A conical tent is \(10\,\rm m\) high and the radius of its base is \(24\,\rm m.\) Find

**i.** Slant height of the tent.

**ii.** Cost of the canvas required to make the tent, if the cost of \( 1 \, \rm {m^2} \) canvas is \(\rm Rs. \,70.\)

## Text Solution

**Reasoning:**

Curved surface area of the cone of base radius \(r\) and slant height \(l\) is\(\begin{align}\pi rl \end{align}\). Where, \(\begin{align}l = \sqrt {{r^2} + {h^2}} \end{align}\) using the **Pythagoras Theorem.** And cost of canvas required will be the product of area and cost per meter square of canvas.

**What is known?**

Height of the cone and its base radius.

**What is unknown?**

**i.** Slant height of the tent.

**Steps:**

Slant height \(l = \sqrt {{r^2} + {h^2}} \)

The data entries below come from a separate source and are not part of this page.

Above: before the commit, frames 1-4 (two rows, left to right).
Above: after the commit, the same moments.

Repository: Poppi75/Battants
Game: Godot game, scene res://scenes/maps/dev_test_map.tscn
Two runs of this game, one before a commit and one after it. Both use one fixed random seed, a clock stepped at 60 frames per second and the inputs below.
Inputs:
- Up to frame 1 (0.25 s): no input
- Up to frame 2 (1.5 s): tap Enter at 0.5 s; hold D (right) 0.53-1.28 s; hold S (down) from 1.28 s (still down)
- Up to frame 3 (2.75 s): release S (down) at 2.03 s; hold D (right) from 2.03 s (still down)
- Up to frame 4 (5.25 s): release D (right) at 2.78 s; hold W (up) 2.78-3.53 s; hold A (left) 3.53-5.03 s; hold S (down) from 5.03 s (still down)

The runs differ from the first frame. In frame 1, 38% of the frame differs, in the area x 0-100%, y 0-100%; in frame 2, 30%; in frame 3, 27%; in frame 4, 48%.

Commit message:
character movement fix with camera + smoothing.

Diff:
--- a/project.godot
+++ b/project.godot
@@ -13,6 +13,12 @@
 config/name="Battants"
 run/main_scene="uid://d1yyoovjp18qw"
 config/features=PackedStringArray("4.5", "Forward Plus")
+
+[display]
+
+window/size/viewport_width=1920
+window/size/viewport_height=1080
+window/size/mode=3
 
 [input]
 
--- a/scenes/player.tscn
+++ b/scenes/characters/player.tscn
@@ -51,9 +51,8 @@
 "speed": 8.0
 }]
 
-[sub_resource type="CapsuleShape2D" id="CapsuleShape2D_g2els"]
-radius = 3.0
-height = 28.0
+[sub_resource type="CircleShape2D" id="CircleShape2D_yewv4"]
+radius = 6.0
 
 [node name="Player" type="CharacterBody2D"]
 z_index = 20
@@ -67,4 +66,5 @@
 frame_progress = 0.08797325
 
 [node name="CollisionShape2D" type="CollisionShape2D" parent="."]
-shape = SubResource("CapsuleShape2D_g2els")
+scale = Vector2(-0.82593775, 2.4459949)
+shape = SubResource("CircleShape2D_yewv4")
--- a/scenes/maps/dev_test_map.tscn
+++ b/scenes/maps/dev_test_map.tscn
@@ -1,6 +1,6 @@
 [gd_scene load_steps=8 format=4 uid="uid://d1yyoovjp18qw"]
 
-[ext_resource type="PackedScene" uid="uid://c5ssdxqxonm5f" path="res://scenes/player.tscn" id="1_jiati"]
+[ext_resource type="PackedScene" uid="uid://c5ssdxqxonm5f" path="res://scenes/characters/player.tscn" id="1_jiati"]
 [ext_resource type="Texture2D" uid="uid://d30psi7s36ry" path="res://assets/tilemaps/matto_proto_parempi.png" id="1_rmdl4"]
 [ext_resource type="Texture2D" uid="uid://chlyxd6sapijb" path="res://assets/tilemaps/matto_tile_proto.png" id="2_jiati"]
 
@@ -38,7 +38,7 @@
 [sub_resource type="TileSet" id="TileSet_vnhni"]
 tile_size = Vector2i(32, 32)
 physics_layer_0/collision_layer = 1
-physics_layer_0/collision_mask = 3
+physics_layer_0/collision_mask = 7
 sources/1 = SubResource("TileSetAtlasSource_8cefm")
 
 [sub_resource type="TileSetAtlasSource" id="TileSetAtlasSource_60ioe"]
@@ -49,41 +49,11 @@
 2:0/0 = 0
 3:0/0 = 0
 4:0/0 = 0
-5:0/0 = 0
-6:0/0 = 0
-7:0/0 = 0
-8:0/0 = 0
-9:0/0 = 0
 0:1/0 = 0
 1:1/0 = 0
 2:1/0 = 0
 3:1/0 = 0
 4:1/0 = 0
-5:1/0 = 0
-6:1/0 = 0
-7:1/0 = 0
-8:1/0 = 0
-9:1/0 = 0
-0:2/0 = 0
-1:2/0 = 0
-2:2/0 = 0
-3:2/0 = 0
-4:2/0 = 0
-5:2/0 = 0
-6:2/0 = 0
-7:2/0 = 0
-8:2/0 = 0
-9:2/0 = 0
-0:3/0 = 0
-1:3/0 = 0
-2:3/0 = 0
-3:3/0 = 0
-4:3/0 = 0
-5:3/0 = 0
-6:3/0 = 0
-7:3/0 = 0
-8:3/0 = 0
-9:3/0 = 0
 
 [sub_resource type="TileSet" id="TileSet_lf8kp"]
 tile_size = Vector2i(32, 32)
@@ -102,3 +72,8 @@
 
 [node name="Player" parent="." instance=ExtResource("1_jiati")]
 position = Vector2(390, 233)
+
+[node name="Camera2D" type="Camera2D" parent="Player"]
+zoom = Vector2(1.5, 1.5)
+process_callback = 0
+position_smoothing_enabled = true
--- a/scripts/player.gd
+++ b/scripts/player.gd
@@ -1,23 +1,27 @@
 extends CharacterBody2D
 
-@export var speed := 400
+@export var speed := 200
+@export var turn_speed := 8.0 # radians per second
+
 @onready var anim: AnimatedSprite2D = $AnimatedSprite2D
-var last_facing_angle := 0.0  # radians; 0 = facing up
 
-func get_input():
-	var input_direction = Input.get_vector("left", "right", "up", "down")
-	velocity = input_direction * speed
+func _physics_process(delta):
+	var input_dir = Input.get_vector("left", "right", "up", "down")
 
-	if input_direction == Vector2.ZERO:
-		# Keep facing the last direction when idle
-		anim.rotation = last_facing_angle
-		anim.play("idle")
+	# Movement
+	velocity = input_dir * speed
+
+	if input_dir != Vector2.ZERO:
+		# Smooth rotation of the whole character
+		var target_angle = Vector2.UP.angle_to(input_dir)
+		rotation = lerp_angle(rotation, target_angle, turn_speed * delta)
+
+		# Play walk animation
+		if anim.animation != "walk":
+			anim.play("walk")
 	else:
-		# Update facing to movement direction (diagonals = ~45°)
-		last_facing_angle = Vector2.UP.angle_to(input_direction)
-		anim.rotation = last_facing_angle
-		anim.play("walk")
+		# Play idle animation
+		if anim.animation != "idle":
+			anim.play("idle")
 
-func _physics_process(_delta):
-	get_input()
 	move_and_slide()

Radius \((r) = 24\rm\, m\)

Height \((h) = 10\rm \, m\)

\[\begin{align}l &= \sqrt {{r^2} + {h^2}} \\ l &= \sqrt {{{(24)}^2} + {{(10)}^2}} \\ & = \sqrt {576 + 100} \\ &= \sqrt {676} \end{align}\]

Slant height of the conical tent \(= 26\, \rm m\)

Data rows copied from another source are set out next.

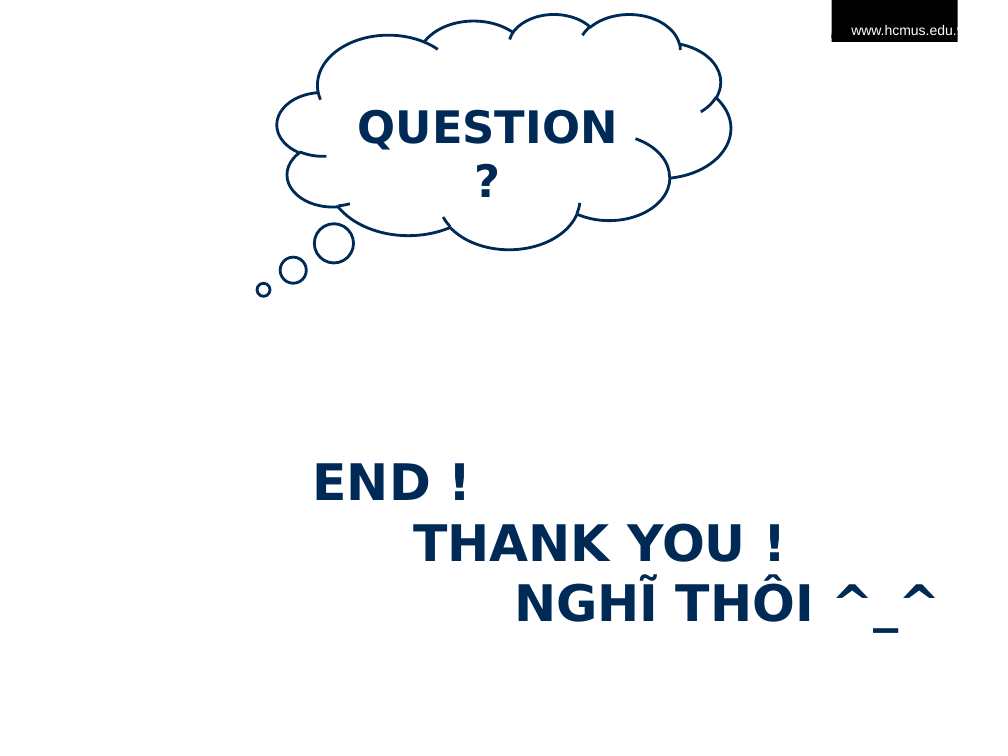
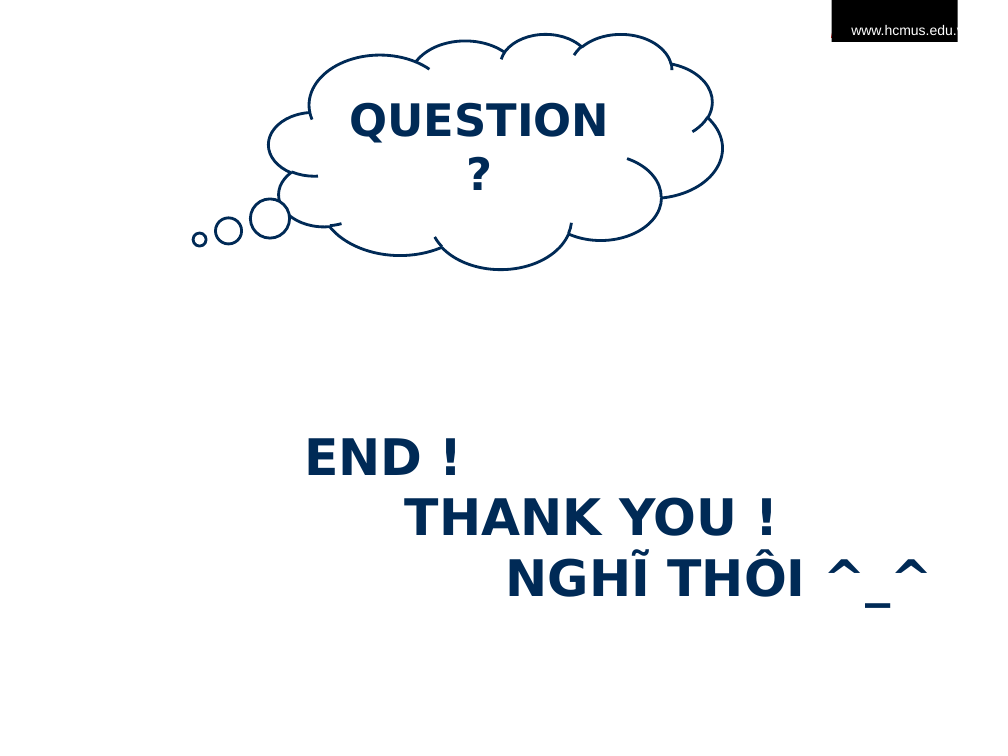
Before and after one commit to minhkhanh/UofS-Java, a slide deck: slide 31 of Seminar_JNI/Slide_00 - Hieu ung.pptx. Drawn at 1008x756 pixels with LibreOffice and Linux fonts; fonts in the diff are those of the drawing; background and template pictures are left out. Boxes give left, top, right and bottom in pixels: in the first picture for what was removed or moved away, otherwise in the second. Text is boxed around its words. In the diff, an @@ line names an element or a change of style, - is before the commit and + after.

```diff
--- a/Seminar_JNI/Slide_00 - Hieu ung.pptx
+++ b/Seminar_JNI/Slide_00 - Hieu ung.pptx
@@ thought cloud "QUESTION ?": place and size @@
-thought cloud "QUESTION ?" at (277,14,731,249)
+thought cloud "QUESTION ?" at (269,33,723,268)
@@ thought cloud "QUESTION ?" at (269,33,723,268): proportions changed @@
@@ title "END ! THANK YOU ! ...": place and size @@
-title "END ! THANK YOU ! ..." at (312,463,814,622)
+title "END ! THANK YOU ! ..." at (304,438,806,597)
```

**ii.** Cost of canvas required to make if \(1 \rm{m^2} \) canvas is \(\rm Rs\, 70.\)

Canvas required to make the tent is equal to the curved surface area of the cone.

Curved surface area of the cone \( = \pi rl \)

Radius \((r) = 24\rm\, m\)

Slant height \(\begin{align}(l) = 26\,\, \rm m \end{align}\)

\[\begin{align}CSA = \frac{{22}}{7} \times 24 \times 26\,\, \rm {m^2} \end{align}\]

\(\begin{align}\therefore \end{align}\) Cost of \(\begin{align}\frac{{22}}{7} \times 24 \times 26\,\rm {m^2} \end{align}\) canvas \(\begin{align} = \frac{{22}}{7} \times 24 \times 26 \times 70 = \rm Rs\,\,137280 \end{align}\)

Cost of the canvas required to make the tent \(= \rm Rs. 137280\)

**Answer:**

(i) Slant height of the tent is \(26\,\rm m.\)

(ii) The cost of the canvas is \(\rm Rs. 137280\)